Clearly, in the biggest crisis that has visited the party since Mr Gowda took over in August last year, the manner in which party trouble-shooter Dharmendra Pradhan handles this BSY-engineered putsch will affect the future of this deeply divided party and of course, the beleagured Sadananda Gowda government, buffeted at every step by one crisis after another.

Why would Ashoka Road send the peaceable Mr Pradhan, when the far more astute Arun Jaitley and Sushma Swaraj, even Venkaiah Naidu have a better feel for this state, remains a mystery.

Be that as it may, whether the BJP high command is willing to acknowledge it or not, the pressure that BSY is putting the government under, is an issue that needs to be tackled. By all accounts, the appearance of the mild-mannered Shettar from Hubli as the face of this Lingayat storm, was a huge surprise.

Most of the others in the BSY frontline – barring Shobha Karandlaje who is communing with the gods in the Himalayas and is a long-time BJPite – are newcomers to the saffron ranks, having been systematically sidelined by the father-son duo in the Janata Dal (S) or unable to curry favour in the Congress. These men owe their place in the Karnataka cabinet to BSY. And by all accounts, they have no future elsewhere either. Perhaps that accounts for the curious story doing the rounds on Saturday that some of the ministers who resigned have asked Mr Gowda not to forward their resignations! A certain minister is said to be particularly distraught…
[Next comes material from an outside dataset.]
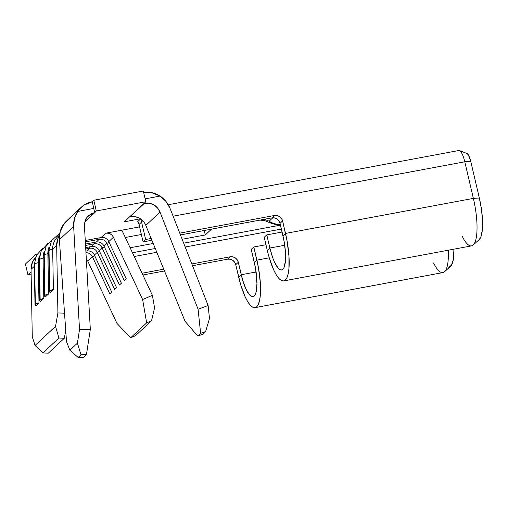 <?xml version="1.0" encoding="UTF-8"?>
<svg xmlns="http://www.w3.org/2000/svg" width="508" height="508" viewBox="0 0 508 508"><rect width="100%" height="100%" fill="white"/><g stroke="black" fill="none" stroke-linecap="round" stroke-linejoin="round"><path stroke-width="0.76" d="M34.271 264.706A12.668 2.737 -1.1 0 1 34.608 264.077L35.35 304.324L38.989 302.895L35.782 305.886A12.668 2.737 -1.1 0 1 35.014 304.965A12.668 2.737 -1.1 0 1 35.35 304.324L35.033 305.118L35.782 305.886L38.989 302.895L38.246 262.655A12.668 2.737 178.9 0 0 34.608 264.077L35.35 304.324A12.668 2.737 -1.1 0 1 38.989 302.895L38.246 262.655L39.103 261.855L38.246 262.655A18.129 17.215 -133 0 1 39.465 255.918A18.129 17.215 47 0 0 38.246 262.655A12.668 2.737 -1.1 0 0 34.608 264.077A12.668 2.737 178.9 0 0 34.271 264.725L36.468 255.257L43.085 247.91M39.072 260.229A12.668 2.737 -1.1 0 1 39.414 259.594L40.157 299.841L43.796 298.412L40.589 301.403A12.668 2.737 -1.1 0 1 39.815 300.482A12.668 2.737 -1.1 0 1 40.157 299.841L39.84 300.634L40.589 301.403L43.796 298.412L43.047 258.172A12.668 2.737 178.9 0 0 39.414 259.594L40.157 299.841A12.668 2.737 -1.1 0 1 43.796 298.412L43.047 258.172L43.91 257.372L43.047 258.172A18.129 17.215 -133 0 1 44.272 251.435A18.129 17.215 47 0 0 43.047 258.172A12.668 2.737 -1.1 0 0 39.414 259.594A12.668 2.737 178.9 0 0 39.072 260.242L41.269 250.781L47.892 243.427M44.621 295.999A12.668 2.737 -1.1 0 0 45.396 296.92L48.597 293.929L47.854 253.689A12.668 2.737 178.9 0 0 44.215 255.111L44.958 295.358A12.668 2.737 -1.1 0 1 48.597 293.929L47.854 253.689L48.711 252.889L47.854 253.689A18.129 17.215 -133 0 1 49.073 246.951A18.129 17.215 47 0 0 47.854 253.689A12.668 2.737 -1.1 0 0 44.215 255.111A12.668 2.737 178.9 0 0 43.878 255.759A12.668 2.737 -1.1 0 1 44.215 255.111L44.958 295.358L44.647 296.151L45.396 296.92L48.597 293.929L44.958 295.358A12.668 2.737 -1.1 0 0 44.621 295.999L43.878 255.759L46.076 246.297L52.692 238.944M59.5 235.077L57.937 236.537A18.129 17.215 47 0 0 52.661 249.206A12.668 2.737 -1.1 0 0 49.022 250.635A12.668 2.737 178.9 0 0 48.685 251.276A12.668 2.737 -1.1 0 1 49.022 250.635L49.765 290.874L53.403 289.446L50.203 292.437A12.668 2.737 -1.1 0 1 49.428 291.522A12.668 2.737 -1.1 0 1 49.765 290.874L49.447 291.668L50.203 292.437L53.403 289.446L52.661 249.206A12.668 2.737 178.9 0 0 49.022 250.635L49.765 290.874A12.668 2.737 -1.1 0 1 53.403 289.446L52.661 249.206L56.661 245.472A18.129 17.215 -133 0 1 59.423 235.782L58.039 238.366L56.661 245.472L57.912 312.947L64.522 313.163L57.912 312.947L55.531 326.346L35.071 345.427L32.283 336.848L31.039 269.373L34.296 266.332L31.039 269.373L32.283 336.848L35.071 345.427L55.531 326.346L58.915 338.03L42.894 352.971L35.071 345.427L42.894 352.971L58.915 338.03L64.345 338.214L48.323 353.155L42.894 352.971L48.323 353.155L64.345 338.214L65.729 330.416L64.345 338.214L58.915 338.03L55.531 326.346L57.912 312.947L56.661 245.472L52.661 249.206A18.129 17.215 -133 0 1 59.474 235.268M141.364 234.493L125.305 237.49L141.364 234.493M37.224 253.924L36.011 254.146L25.4 264.046L27.915 274.764L31.083 271.812L27.915 274.764L25.4 264.046L36.011 254.146L37.224 253.924M259.899 220.11L264.268 220.447L259.906 220.11M280.454 225.139L183.693 243.192L280.454 225.139M155.264 248.495L132.455 252.749L155.264 248.495M87.16 260.052L86.385 260.242A6.972 1.13 -13.2 0 1 87.16 260.052M31.128 274.168L27.915 274.764L31.128 274.168M130.124 247.777L153.206 243.472L130.124 247.777M182.156 239.268L205.296 234.95L211.525 229.133L205.296 234.95L182.156 239.268M87.808 261.169L92.462 256.832A6.972 6.623 47 0 0 85.954 252.654A6.972 6.623 -133 0 1 92.462 256.832L87.808 261.169L116.992 323.437L130.632 337.801L135.522 335.693L151.543 320.751L135.522 335.693L130.632 337.801L146.647 322.859L151.543 320.751L154.572 307.867L152.406 295.313L123.222 233.051A18.129 17.215 47 0 0 121.596 230.245L139.579 226.892L105.753 233.197L101.105 237.534L85.261 240.494L101.105 237.534L105.753 233.197A6.972 6.623 -133 0 1 113.436 237.268L142.621 299.529L146.647 322.859L130.632 337.801L116.992 323.437L87.808 261.169A6.972 6.623 47 0 0 86.322 259.067L86.487 259.232M70.047 218.262L63.97 223.857L60.268 231.299L59.392 239.693L66.51 341.617L69.863 350.202L78.162 357.467L83.579 357.365L86.436 354.705L83.579 357.365L78.162 357.467L81.026 354.794L78.162 357.467L69.863 350.202L77.426 343.148L69.863 350.202L66.51 341.617L59.392 239.693L73.635 226.409C73.368 220.91 74.708 215.925 77.654 211.449A25.108 23.838 -133 0 1 81.051 207.442L66.637 220.885A25.108 23.838 47 0 0 59.392 239.693L73.635 226.409L79.521 329.514L77.426 343.148L81.026 354.794L86.436 354.705L90.329 329.33L84.449 226.225C84.487 222.244 85.388 219.253 87.147 217.259L88.589 215.671L94.983 212.446L84.887 221.863L96.31 210.966L145.828 201.727L124.289 221.825L140.43 218.808L124.289 221.825L129.813 216.668L134.887 216.579L139.433 218.199M140.602 218.923L137.433 221.882L138.227 222.333L139.014 224.485L143.104 241.903L151.892 240.265L143.104 241.903L145.663 239.509L143.104 241.903L139.014 224.485L141.58 222.091L143.612 221.717L141.58 222.091L139.014 224.485A3.486 0.94 79.4 0 0 137.579 221.806A3.486 0.94 79.4 0 0 137.433 221.882L140.602 218.923M85.744 249.003L89.579 248.285L86.684 250.984L85.865 251.136L86.684 250.984L89.579 248.285A6.972 6.623 -133 0 1 97.263 252.355L94.374 255.048A6.972 6.623 47 0 0 86.684 250.984A6.972 6.623 -133 0 1 94.374 255.048L97.263 252.355L114.668 289.484L116.58 287.699L99.181 250.571L102.07 247.872L119.475 285.001L121.387 283.223L103.981 246.088L106.877 243.389L124.282 280.524L126.194 278.74L108.788 241.605L113.436 237.268L108.788 241.605A6.972 6.623 47 0 0 101.105 237.534A6.972 6.623 -133 0 1 108.788 241.605L126.194 278.74L124.282 280.524L106.877 243.389L103.981 246.088A6.972 6.623 47 0 0 96.298 242.018L85.465 244.043L96.298 242.018L99.187 239.319L96.298 242.018A6.972 6.623 -133 0 1 103.981 246.088L121.387 283.223L119.475 285.001L102.07 247.872L99.181 250.571A6.972 6.623 47 0 0 91.491 246.501L85.668 247.587L91.491 246.501L94.386 243.802L91.491 246.501A6.972 6.623 -133 0 1 99.181 250.571L116.58 287.699L114.668 289.484L97.263 252.355A6.972 6.623 47 0 0 89.579 248.285L89.325 246.907L89.579 248.285L85.744 249.003M109.868 293.967L111.779 292.183L94.374 255.048L111.779 292.183L109.868 293.967L92.462 256.832L109.868 293.967M85.541 245.453L94.386 243.802A6.972 6.623 -133 0 1 102.07 247.872A6.972 6.623 47 0 0 94.386 243.802L94.126 242.424L94.386 243.802L85.541 245.453M85.344 241.903L99.187 239.319A6.972 6.623 -133 0 1 106.877 243.389A6.972 6.623 47 0 0 99.187 239.319L98.933 237.941L99.187 239.319L85.344 241.903M35.458 257.569A18.129 17.215 47 0 0 31.039 269.373L32.41 262.274L35.458 257.562M121.596 230.245A18.129 17.215 -133 0 1 123.222 233.051L152.406 295.313L142.621 299.529L152.406 295.313L154.572 307.867L151.543 320.751L146.647 322.859L142.621 299.529L113.436 237.268L112.109 235.325L110.242 233.909L108.039 233.172L105.753 233.197L121.596 230.245M145.802 225.393L185.083 321.316L145.802 225.393L160.026 212.128L145.802 225.393A13.945 13.24 47 0 0 130.143 216.605L144.507 203.206C147.599 202.616 150.686 203.162 153.759 204.832C156.216 206.038 158.306 208.471 160.026 212.128L198.082 309.232L200.622 333.4L205.638 331.54L202.775 334.22L205.638 331.54L209.486 318.51L208.115 305.518L170.066 208.413C167.989 203.257 164.656 199.142 160.058 196.075L151.308 192.526L143.593 192.202A25.108 23.838 -133 0 1 160.058 196.075L145.155 198.85L160.058 196.075L166.014 201.46L170.066 208.413L208.115 305.518L198.082 309.232L160.026 212.128L157.505 207.937L153.759 204.832L149.238 203.187L144.177 203.27L145.828 201.727L143.313 191.008L93.796 200.247L92.278 201.663L93.796 200.247L96.31 210.966L94.983 212.446L90.614 214.128L87.147 217.259L85.001 221.469L84.449 226.225L90.329 329.33L79.521 329.514L73.635 226.409L74.435 218.542L77.654 211.449L93.764 208.439L94.653 212.509L92.278 201.663L93.764 208.439L77.654 211.449L84.068 205.073L92.519 201.682M36.335 255.524L36.011 254.146L36.335 255.524M253.809 246.996L251.244 249.384L254.33 262.534L256.889 260.14L253.809 246.996L251.244 249.384L255.454 267.995L256.953 283.686L256.223 291.605L255.359 294.31L254.203 296.024L252.806 296.691L251.212 296.278L249.485 294.805L245.91 288.931L242.614 279.971L238.309 262.268L235.744 264.662L238.671 277.139L241.236 274.745L238.309 262.268L237.204 259.798L235.261 257.893L232.778 256.838L230.137 256.8L227.571 259.194L192.526 265.728L227.571 259.194L230.219 259.232L232.702 260.286L234.645 262.191L235.744 264.662L240.589 284.41L245.174 296.875L247.663 301.593L250.152 305.041L252.552 307.092L254.768 307.67L256.718 306.743L258.324 304.356L259.524 300.59L260.274 295.599L260.541 289.573L260.325 282.746L258.458 267.741L253.809 246.996L265.963 244.729L253.809 246.996M255.054 307.632A39.662 10.668 79.4 0 0 256.889 260.14L269.259 257.835L256.889 260.14L254.33 262.534A28.505 7.664 79.4 0 1 253.009 296.659A28.505 7.664 79.4 0 1 241.236 274.745L238.671 277.139A39.662 10.668 79.4 0 0 255.054 307.632L442.913 272.58A39.662 10.668 -100.6 0 0 448.31 250.209A39.662 10.668 79.4 0 1 444.506 271.761A39.662 10.668 79.4 0 1 433.572 262.973M142.056 273.234L163.741 269.189L142.056 273.234M191.827 263.95L230.137 256.8L191.827 263.95M164.465 270.967L142.881 274.993L164.465 270.967M256.089 271.977L241.236 274.745L256.089 271.977M134.22 256.515L156.82 252.298L134.22 256.515M185.185 247.009L281.375 229.064L185.185 247.009M266.783 234.893L282.073 232.042L266.783 234.893L264.217 237.28L266.783 234.893L269.869 248.037L266.783 234.893M264.217 237.28L267.303 250.431L269.869 248.037L267.303 250.431L269.221 257.702L273.806 270.167L276.288 274.885L278.784 278.333L281.184 280.391L283.401 280.962L285.35 280.035L286.957 277.647L288.157 273.882L288.906 268.897L288.95 256.038L287.09 241.033L282.594 220.955L280.035 223.349L282.962 235.826L285.521 233.432L282.594 220.955L281.489 218.484L279.552 216.579L277.07 215.532L274.422 215.487L179.756 233.153L274.422 215.487A6.972 6.623 -133 0 1 282.594 220.955L280.035 223.349L284.086 241.287L285.426 252.07L285.388 261.309L283.991 267.602L282.835 269.316L281.438 269.983L279.844 269.57L278.117 268.097L274.536 262.223L272.821 258.058L269.869 248.037L284.721 245.269L269.869 248.037A28.505 7.664 79.4 0 0 281.642 269.958A28.505 7.664 79.4 0 0 282.962 235.826L285.521 233.432A39.662 10.668 79.4 0 1 283.686 280.924A39.662 10.668 79.4 0 1 267.303 250.431L264.217 237.28M180.454 234.931L271.856 217.881L274.422 215.487L271.856 217.881L274.504 217.919L276.987 218.973L278.93 220.878L280.035 223.349A6.972 6.623 47 0 0 271.856 217.881L180.454 234.931M151.162 238.487L145.663 239.509L141.58 222.091A14.643 3.937 -100.6 0 0 140.76 219.037A14.643 3.937 79.4 0 1 141.58 222.091L145.663 239.509L151.162 238.487M283.686 280.924L471.538 245.878A39.662 10.668 -100.6 0 0 473.373 198.387L464.795 161.792L173.12 216.211L464.795 161.792L473.373 198.387A39.662 10.668 79.4 0 1 473.139 245.053L479.127 239.687A35.433 9.531 -100.6 0 0 479.336 197.999L470.757 161.404L479.336 197.999L481.514 209.645L482.536 220.84L482.295 230.327L480.809 237.052L479.031 239.77M473.373 198.387L285.521 233.432L473.373 198.387L479.336 197.999L473.373 198.387M466.884 153.435L468.395 154.978L470.757 161.404A10.42 2.8 -100.6 0 0 466.922 153.448L459.403 150.603A14.643 3.937 79.4 0 1 464.795 161.792A14.643 3.937 -100.6 0 0 458.743 150.533L168.275 204.724M444.506 271.761L450.494 266.395A35.433 9.531 -100.6 0 0 453.955 249.155L453.276 259.759L451.39 265.316L448.52 267.176M473.139 245.053A39.662 10.668 79.4 0 1 462.204 236.264M464.795 161.792L470.757 161.404L464.795 161.792M458.127 150.863A14.643 3.937 79.4 0 1 459.403 150.603M230.137 256.8A6.972 6.623 -133 0 1 238.309 262.268L235.744 264.662A6.972 6.623 47 0 0 227.571 259.194L230.137 256.8M204.254 230.492L205.296 234.95L204.254 230.492M81.051 207.442A25.108 23.838 -133 0 1 92.291 201.727M200.622 333.4L197.764 336.061L185.083 321.316L197.764 336.061L200.622 333.4L198.082 309.232L208.115 305.518L209.486 318.51L205.638 331.54L200.622 333.4M202.775 334.22L197.764 336.061L202.775 334.22M143.313 191.008L93.796 200.247L96.31 210.966L145.828 201.727L143.313 191.008M86.436 354.705L81.026 354.794L77.426 343.148L79.521 329.514L90.329 329.33L86.436 354.705M109.144 242.36L106.877 243.389L109.144 242.36M104.337 246.844L102.07 247.872L104.337 246.844M99.53 251.327L97.263 252.355L99.53 251.327M94.729 255.81L92.462 256.832L94.729 255.81M280.391 224.879L277.457 224.726L280.321 224.574A18.129 15.621 93 0 1 277.457 224.726A18.129 15.621 93 0 1 273.037 223.736A18.129 8.82 -67.9 0 1 271.583 223.418A18.129 8.82 -67.9 0 1 269.157 221.202L272.834 217.773L269.157 221.202L264.801 219.431L265.113 219.139L263.773 220.243L263.125 220.021M269.157 221.202L264.801 219.431A6.972 6.623 47 0 0 264.516 219.253A6.972 6.623 -133 0 1 264.801 219.431L263.779 220.243L271.583 223.418L269.157 221.202A18.129 17.215 47 0 0 280.257 224.307A18.129 17.215 -133 0 1 269.157 221.202M263.017 220.015A6.972 6.007 -87 0 0 261.195 220.281A6.972 6.007 93 0 1 263.017 220.015M59.811 233.159L51.537 240.64L48.685 251.276L49.428 291.522M39.815 300.482L39.072 260.242M35.014 304.965L34.271 264.725M277.457 224.726L271.583 223.418"/></g></svg>

But why now? Was BSY upset that the party bigwigs’ promise to effect leadership change by June 18 had not been kept? Would that explain how BSY may have persuaded Shettar into joining his battle, that it was now or never.

That with the government’s term of office barely more than a year, and given the complete paralysis that has this government in its grip, and the taint of corruption that soils the reputation of this saffron dispensation, it may not be able to realistically even win the next election. If Shettar wants his photograph up on the walls of the Vidhana Soudha, this was the time to set the ball in motion. The BJP top brass, he was told, would buy into the story. Shettar’s Lingayat lineage would give the BJP a half chance at turning the electorate their way – the farmer’s vote that was once BSY’s , and of course the Lingayats. And his links with mentor Ananth Kumar would help win Mr Advani over.

Except, Mr Advani’s deep unease over giving his blessing to removing someone like Sadananda Gowda, who may not be able to mobilize the caste vote but is clean as a whistle, was clear when he refused to heed the arguments put forth by the others. Specifically, that it would be better for the BJP government in Karnataka to be led by a Lingayat, any Lingayat, than a Gowda with rumoured links to the hated JD(S). A Gowda, under whose leadership, the party has albeit split like it never has before.

Truth be told, ‘Chief Minister’ Shettar too would be in the unenviable position – just as Mr Gowda is today – of having to say no to the many requests for favours that come from the BSY group, infuriating BSY and putting an end to that relationship to the detriment of the party.

The best way out of this maze is for all parties to retrace their steps, walk back to August last year, and maybe concede to BSY, give him what he had originally planned, during the ill-starred meeting at the Chancery, where plans had been aired for a deputy chief minister to offset the loss of a Lingayat and naming a Vokkaliga to the top chair..

Clearly, Pradhan is working to Mr Advani’s more rigid plan of no leadership change. He’s not even willing to concede the need for a cabinet reshuffle. And Delhi’s argument may be sound. Replace these Lingayats with another set of more than willing Lingayats waiting in the wings, and it will all probably just blow over until another ill-wind wafts in to Race Course Road.

Except, while alienating Yeddyurappa is a bad move, upsetting two Lingayat leaders badder still. Antagonising an entire community would be catastrophic.